There are several ways to use the ggmap package. One is with Google Maps, which, as of October 16, 2018, requires a Google Maps API key (see Troubleshooting for more details). An alternative method is to use an open source of map tiles, such as Stamen Map tiles, which do not require an API key. The following example uses Stamen Map tiles.
The first step is to create a map with a specified map are, maptype (“terrain”, “toner”, or “watercolor”, among others), and level of zoom (integer for zoom 3-21, 3 being continent level, 10 being city-scale. For stamen maps this represents the level of detail you want). We then add points for receivers and lines connecting consecutive detections by motusTagID.

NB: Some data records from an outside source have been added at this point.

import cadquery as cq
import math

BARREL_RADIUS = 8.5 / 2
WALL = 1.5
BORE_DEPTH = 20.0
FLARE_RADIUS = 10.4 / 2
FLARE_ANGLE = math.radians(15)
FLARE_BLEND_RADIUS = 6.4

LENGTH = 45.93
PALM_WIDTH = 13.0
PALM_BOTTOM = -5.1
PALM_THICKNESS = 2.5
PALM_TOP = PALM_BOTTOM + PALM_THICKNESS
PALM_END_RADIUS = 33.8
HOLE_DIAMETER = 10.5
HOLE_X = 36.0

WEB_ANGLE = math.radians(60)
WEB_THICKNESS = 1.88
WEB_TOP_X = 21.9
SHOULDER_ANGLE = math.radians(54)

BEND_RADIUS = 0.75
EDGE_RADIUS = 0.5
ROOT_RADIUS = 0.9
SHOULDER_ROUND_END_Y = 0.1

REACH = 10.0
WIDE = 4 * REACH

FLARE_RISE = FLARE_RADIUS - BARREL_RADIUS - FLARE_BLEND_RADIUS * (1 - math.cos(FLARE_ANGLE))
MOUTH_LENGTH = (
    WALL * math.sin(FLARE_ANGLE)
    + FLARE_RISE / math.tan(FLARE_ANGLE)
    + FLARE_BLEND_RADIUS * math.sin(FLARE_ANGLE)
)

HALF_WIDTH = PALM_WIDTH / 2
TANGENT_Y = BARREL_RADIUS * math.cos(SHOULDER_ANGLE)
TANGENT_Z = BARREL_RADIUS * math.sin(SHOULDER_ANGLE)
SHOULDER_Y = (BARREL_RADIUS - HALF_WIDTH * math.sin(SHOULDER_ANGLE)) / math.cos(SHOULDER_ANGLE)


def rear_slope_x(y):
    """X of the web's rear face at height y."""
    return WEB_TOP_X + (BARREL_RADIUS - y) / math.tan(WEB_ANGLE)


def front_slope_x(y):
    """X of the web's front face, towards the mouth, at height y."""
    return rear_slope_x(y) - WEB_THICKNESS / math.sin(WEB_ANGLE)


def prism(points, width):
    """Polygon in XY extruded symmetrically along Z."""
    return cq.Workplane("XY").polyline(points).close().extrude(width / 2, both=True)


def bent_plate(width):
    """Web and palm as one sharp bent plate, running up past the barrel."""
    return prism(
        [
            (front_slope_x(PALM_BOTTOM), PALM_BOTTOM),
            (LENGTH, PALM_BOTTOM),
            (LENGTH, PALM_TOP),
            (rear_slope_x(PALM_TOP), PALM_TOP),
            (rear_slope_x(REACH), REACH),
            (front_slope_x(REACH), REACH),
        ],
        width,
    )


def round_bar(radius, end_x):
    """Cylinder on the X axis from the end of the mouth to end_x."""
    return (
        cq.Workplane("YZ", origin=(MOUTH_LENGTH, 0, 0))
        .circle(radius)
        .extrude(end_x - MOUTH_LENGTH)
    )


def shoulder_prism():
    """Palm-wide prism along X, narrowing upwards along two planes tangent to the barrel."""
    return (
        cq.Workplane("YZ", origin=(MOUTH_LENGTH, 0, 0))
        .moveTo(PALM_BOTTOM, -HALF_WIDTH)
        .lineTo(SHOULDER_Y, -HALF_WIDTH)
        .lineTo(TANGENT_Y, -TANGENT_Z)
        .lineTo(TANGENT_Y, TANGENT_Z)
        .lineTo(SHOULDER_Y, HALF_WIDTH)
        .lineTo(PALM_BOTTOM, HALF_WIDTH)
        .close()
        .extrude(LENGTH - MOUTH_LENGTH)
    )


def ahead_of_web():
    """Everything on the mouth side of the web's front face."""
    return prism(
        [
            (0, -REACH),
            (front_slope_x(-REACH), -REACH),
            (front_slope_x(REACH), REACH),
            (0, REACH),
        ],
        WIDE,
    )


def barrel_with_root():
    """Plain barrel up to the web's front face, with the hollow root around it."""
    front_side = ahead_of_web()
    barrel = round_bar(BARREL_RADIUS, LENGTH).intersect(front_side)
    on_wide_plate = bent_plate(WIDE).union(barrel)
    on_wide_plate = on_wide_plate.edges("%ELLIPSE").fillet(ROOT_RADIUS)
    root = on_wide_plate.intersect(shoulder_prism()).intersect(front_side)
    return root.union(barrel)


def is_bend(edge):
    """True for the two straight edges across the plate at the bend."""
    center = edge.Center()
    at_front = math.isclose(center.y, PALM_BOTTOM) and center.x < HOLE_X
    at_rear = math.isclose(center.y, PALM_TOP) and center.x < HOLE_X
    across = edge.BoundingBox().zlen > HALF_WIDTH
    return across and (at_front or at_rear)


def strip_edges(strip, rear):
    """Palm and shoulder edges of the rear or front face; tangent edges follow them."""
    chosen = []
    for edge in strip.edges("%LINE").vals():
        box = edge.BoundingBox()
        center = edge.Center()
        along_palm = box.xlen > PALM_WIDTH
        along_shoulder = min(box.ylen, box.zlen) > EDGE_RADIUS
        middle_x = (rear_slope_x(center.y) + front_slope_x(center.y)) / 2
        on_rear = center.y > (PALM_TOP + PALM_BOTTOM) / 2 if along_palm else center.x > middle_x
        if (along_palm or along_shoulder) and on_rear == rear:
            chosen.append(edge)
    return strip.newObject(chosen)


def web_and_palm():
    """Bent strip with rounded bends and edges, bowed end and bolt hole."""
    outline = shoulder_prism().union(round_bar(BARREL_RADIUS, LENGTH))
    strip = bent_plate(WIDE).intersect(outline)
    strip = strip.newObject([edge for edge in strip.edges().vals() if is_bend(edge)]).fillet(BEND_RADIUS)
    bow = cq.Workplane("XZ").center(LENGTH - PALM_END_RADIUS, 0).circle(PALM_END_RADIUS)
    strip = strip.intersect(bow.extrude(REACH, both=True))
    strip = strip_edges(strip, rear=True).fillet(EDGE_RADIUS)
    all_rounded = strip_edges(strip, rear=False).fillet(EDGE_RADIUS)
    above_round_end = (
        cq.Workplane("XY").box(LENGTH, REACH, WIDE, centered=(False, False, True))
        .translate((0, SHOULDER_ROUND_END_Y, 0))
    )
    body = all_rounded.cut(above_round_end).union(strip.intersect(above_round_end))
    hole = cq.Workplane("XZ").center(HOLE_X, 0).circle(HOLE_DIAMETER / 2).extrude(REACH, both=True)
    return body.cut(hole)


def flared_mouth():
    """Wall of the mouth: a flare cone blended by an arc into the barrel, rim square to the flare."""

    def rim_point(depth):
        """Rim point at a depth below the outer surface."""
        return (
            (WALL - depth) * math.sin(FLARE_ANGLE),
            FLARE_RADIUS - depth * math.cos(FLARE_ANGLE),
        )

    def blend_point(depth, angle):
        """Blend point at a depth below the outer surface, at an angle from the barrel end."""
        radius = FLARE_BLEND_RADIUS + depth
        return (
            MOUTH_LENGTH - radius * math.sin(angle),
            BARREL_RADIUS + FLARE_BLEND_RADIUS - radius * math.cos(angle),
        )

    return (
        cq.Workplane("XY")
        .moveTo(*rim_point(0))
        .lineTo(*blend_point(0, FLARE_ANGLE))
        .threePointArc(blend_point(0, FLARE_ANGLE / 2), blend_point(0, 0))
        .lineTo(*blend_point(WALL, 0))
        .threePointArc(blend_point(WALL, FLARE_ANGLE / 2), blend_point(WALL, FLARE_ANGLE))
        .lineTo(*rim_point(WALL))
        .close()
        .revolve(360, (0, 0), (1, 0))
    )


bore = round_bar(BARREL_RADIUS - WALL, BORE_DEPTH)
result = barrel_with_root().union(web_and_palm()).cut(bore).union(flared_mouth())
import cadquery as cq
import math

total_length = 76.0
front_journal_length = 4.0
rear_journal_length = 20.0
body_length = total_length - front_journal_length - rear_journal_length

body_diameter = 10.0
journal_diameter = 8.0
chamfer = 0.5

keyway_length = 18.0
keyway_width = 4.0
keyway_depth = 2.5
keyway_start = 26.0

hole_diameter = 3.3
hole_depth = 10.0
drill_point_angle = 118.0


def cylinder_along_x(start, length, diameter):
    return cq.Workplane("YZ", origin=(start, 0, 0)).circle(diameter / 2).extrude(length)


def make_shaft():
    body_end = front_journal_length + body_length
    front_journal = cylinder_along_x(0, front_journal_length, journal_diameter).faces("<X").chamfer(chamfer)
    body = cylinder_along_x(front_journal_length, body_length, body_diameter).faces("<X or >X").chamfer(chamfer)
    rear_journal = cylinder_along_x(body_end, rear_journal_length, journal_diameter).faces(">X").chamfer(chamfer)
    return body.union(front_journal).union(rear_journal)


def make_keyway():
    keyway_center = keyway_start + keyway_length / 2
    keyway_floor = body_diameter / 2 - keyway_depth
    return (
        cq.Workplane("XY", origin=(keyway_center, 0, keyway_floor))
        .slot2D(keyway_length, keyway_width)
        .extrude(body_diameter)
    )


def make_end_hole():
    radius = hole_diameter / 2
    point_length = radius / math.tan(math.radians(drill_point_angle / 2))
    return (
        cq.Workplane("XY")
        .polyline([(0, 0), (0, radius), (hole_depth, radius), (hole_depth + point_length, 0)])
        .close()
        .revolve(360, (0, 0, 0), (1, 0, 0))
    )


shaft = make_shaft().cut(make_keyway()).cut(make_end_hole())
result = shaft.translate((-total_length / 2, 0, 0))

gmap <- get_stamenmap(bbox = c(left = -90, right = -57, bottom = 35, top = 55),
maptype = "terrain-background", # select maptype
zoom = 6) # zoom, must be a whole number
# just use the tags that we have examined carefully and filtered (in the
# previous chapter)
df.tmp <- df.alltags.path %>%
filter(motusTagID %in% c(16011, 16035, 16036, 16037, 16038, 16039)) %>%
arrange(time) %>% # arrange by hour
as.data.frame()
ggmap(gmap) +
theme_bw() +
geom_point(data = df.tmp, aes(x = recvDeployLon, y = recvDeployLat),
shape = 21, colour = "black", fill = "yellow") +
geom_path(data = df.tmp,
aes(x = recvDeployLon, y = recvDeployLat, group = motusTagID, col = as.factor(motusTagID))) +
scale_color_discrete(name = "MotusTagID")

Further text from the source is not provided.